Irish patients deserve faster access to the best new medicines. We are slower than almost every other western European country to give the latest medicines to our patients. Patients in Germany get access to new medicines over four times faster than patients in Ireland. It takes three times longer to make new medicines available to our patients compared to Denmark.
The figures are from the annual EFPIA Patient WAIT Indicator Survey which measured how long it took medicines authorised for use by Europe’s medicines regulator, the European Medicines Agency, to become available for patients. The survey covered 39 European countries, including 27 in the EU, for the full four years between 2017 and 2020.
Most new medicines are assessed through stringent tests by the European Medicines Agency.

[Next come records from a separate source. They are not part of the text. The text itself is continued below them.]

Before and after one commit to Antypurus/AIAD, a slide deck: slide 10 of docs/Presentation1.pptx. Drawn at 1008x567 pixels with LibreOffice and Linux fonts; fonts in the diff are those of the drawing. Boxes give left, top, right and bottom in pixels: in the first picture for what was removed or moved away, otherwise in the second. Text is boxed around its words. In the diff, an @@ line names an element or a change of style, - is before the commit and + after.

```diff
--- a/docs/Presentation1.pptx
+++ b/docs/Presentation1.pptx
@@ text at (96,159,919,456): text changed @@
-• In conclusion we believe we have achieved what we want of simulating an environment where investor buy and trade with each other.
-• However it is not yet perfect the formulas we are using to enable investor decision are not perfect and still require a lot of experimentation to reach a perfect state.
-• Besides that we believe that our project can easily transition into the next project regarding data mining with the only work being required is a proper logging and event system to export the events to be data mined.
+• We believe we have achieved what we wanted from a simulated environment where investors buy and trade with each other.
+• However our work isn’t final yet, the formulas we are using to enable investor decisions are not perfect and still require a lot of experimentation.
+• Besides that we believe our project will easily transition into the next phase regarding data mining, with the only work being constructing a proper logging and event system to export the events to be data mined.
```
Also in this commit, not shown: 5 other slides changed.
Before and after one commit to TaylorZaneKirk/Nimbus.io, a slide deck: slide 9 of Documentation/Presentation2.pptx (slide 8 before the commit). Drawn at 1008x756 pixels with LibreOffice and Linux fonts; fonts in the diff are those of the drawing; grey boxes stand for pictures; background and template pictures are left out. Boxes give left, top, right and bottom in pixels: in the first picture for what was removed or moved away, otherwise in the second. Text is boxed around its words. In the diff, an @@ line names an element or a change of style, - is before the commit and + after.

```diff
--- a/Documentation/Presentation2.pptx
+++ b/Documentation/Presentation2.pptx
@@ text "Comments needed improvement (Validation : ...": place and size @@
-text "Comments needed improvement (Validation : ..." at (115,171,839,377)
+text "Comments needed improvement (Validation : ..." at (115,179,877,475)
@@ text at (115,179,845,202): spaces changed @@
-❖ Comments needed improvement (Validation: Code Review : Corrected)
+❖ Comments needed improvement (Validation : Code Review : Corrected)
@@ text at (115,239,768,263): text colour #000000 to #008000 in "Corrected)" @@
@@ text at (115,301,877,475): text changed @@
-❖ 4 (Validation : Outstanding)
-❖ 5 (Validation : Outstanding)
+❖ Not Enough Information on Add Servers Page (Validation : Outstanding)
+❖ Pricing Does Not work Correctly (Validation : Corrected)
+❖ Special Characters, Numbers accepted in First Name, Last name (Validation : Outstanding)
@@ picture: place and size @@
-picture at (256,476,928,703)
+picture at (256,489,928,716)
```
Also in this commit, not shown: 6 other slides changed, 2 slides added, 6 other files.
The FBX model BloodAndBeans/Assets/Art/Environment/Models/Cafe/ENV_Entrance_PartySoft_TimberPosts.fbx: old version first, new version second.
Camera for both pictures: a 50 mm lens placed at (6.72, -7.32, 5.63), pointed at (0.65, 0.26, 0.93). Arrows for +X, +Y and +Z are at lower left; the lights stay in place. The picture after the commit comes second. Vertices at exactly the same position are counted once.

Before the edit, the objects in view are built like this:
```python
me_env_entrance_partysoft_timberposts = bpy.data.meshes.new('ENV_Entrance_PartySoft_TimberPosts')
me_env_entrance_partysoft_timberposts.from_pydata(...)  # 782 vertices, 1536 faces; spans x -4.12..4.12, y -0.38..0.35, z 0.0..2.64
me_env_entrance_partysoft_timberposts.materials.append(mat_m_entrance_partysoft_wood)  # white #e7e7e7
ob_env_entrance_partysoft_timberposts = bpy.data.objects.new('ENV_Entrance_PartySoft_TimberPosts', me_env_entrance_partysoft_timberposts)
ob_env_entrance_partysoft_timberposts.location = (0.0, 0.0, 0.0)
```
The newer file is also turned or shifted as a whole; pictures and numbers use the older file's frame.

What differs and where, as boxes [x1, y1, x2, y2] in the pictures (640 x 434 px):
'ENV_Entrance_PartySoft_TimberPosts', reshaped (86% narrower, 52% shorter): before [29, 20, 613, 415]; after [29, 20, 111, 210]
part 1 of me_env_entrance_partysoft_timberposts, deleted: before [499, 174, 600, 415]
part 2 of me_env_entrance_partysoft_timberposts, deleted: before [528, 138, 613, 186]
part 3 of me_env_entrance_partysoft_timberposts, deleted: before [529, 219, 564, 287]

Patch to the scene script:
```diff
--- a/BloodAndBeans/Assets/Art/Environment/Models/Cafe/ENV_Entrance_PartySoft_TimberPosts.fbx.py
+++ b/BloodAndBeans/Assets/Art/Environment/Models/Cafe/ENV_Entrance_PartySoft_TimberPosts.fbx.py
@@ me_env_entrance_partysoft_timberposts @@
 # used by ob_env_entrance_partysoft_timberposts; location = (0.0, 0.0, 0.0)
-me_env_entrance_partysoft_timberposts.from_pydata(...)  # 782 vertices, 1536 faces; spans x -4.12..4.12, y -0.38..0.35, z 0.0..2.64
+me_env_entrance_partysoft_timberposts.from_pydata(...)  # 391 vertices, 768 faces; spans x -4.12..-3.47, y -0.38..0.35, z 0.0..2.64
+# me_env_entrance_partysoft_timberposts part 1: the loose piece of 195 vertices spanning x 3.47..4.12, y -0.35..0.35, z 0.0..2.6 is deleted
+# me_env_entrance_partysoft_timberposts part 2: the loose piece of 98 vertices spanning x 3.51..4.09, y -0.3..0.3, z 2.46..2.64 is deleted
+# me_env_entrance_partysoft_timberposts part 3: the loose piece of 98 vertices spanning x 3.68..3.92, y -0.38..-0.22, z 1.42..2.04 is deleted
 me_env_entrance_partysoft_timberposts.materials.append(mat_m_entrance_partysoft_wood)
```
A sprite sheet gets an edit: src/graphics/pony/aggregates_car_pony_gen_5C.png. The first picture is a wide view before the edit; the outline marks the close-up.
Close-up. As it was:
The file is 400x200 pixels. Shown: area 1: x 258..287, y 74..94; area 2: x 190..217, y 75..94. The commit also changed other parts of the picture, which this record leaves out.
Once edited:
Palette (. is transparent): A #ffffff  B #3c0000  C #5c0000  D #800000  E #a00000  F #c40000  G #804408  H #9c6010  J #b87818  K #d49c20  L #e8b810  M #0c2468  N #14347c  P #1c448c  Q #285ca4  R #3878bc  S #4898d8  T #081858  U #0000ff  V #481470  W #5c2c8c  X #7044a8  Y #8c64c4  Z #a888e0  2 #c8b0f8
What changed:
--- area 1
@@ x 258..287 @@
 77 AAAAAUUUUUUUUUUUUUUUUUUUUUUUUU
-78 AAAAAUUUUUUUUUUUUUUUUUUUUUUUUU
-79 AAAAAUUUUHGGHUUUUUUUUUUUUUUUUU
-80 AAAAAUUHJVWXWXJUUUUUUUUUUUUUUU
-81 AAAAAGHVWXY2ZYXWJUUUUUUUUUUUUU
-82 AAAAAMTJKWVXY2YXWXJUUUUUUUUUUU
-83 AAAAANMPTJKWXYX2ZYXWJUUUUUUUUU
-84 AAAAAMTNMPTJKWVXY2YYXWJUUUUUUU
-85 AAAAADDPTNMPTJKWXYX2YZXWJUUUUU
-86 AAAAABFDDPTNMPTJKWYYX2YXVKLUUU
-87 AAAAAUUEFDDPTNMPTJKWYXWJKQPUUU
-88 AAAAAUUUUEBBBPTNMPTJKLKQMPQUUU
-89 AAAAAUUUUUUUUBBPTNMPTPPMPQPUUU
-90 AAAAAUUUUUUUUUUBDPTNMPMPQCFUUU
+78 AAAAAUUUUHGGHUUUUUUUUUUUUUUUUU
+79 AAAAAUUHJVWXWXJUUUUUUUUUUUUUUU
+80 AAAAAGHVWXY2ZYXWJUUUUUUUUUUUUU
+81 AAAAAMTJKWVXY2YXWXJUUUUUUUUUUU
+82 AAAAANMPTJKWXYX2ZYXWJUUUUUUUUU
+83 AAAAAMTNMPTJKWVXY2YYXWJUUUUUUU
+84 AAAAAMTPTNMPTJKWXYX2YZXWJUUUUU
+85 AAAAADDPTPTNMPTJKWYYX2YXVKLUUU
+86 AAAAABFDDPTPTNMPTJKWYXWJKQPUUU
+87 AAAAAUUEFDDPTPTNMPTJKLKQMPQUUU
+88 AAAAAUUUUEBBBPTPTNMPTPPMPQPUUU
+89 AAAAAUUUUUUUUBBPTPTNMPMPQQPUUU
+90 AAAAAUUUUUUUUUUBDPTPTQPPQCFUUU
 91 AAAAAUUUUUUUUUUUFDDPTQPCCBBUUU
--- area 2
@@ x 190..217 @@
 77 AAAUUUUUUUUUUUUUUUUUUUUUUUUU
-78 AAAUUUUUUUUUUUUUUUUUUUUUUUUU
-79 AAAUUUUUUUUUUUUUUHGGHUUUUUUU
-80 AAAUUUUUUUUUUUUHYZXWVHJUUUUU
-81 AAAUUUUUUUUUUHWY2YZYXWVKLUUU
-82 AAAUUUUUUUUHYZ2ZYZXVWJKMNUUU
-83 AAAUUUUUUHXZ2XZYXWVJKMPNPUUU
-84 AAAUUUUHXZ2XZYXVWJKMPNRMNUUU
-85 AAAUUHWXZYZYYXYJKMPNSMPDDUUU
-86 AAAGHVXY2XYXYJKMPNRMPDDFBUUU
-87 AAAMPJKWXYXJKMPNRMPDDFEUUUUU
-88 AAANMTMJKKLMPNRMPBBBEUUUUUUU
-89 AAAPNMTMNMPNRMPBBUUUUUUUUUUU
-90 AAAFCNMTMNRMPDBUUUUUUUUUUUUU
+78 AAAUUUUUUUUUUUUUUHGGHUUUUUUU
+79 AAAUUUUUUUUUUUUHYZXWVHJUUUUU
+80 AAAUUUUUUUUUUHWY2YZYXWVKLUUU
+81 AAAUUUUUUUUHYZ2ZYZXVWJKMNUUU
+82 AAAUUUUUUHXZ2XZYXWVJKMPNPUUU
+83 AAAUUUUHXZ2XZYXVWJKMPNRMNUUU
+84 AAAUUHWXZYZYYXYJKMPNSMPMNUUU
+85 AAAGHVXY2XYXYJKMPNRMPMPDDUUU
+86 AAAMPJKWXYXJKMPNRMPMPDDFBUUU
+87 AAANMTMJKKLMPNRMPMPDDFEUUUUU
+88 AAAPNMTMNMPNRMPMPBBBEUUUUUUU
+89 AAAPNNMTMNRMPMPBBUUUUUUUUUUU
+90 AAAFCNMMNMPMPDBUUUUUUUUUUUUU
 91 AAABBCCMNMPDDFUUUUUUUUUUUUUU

If the medicines are licensed, companies can then apply to national authorities to reimburse them for patients in their health services. In Ireland, the HSE then evaluates the medicines based on prices agreed with companies. But that journey can take years after licensing. In the meantime, sick people who need vital medicines can’t get them.
Take cancer, a disease that kills one of us every hour. Ireland is almost four months slower to make new cancer medicines available to patients compared to the average across the EU. In Sweden, patients get cancer medicines over twice as fast as us. In Germany, the time between authorisation and availability for cancer medicines was 100 days. In Denmark, it was 140 days. Here, it was 661 days. That can’t be right.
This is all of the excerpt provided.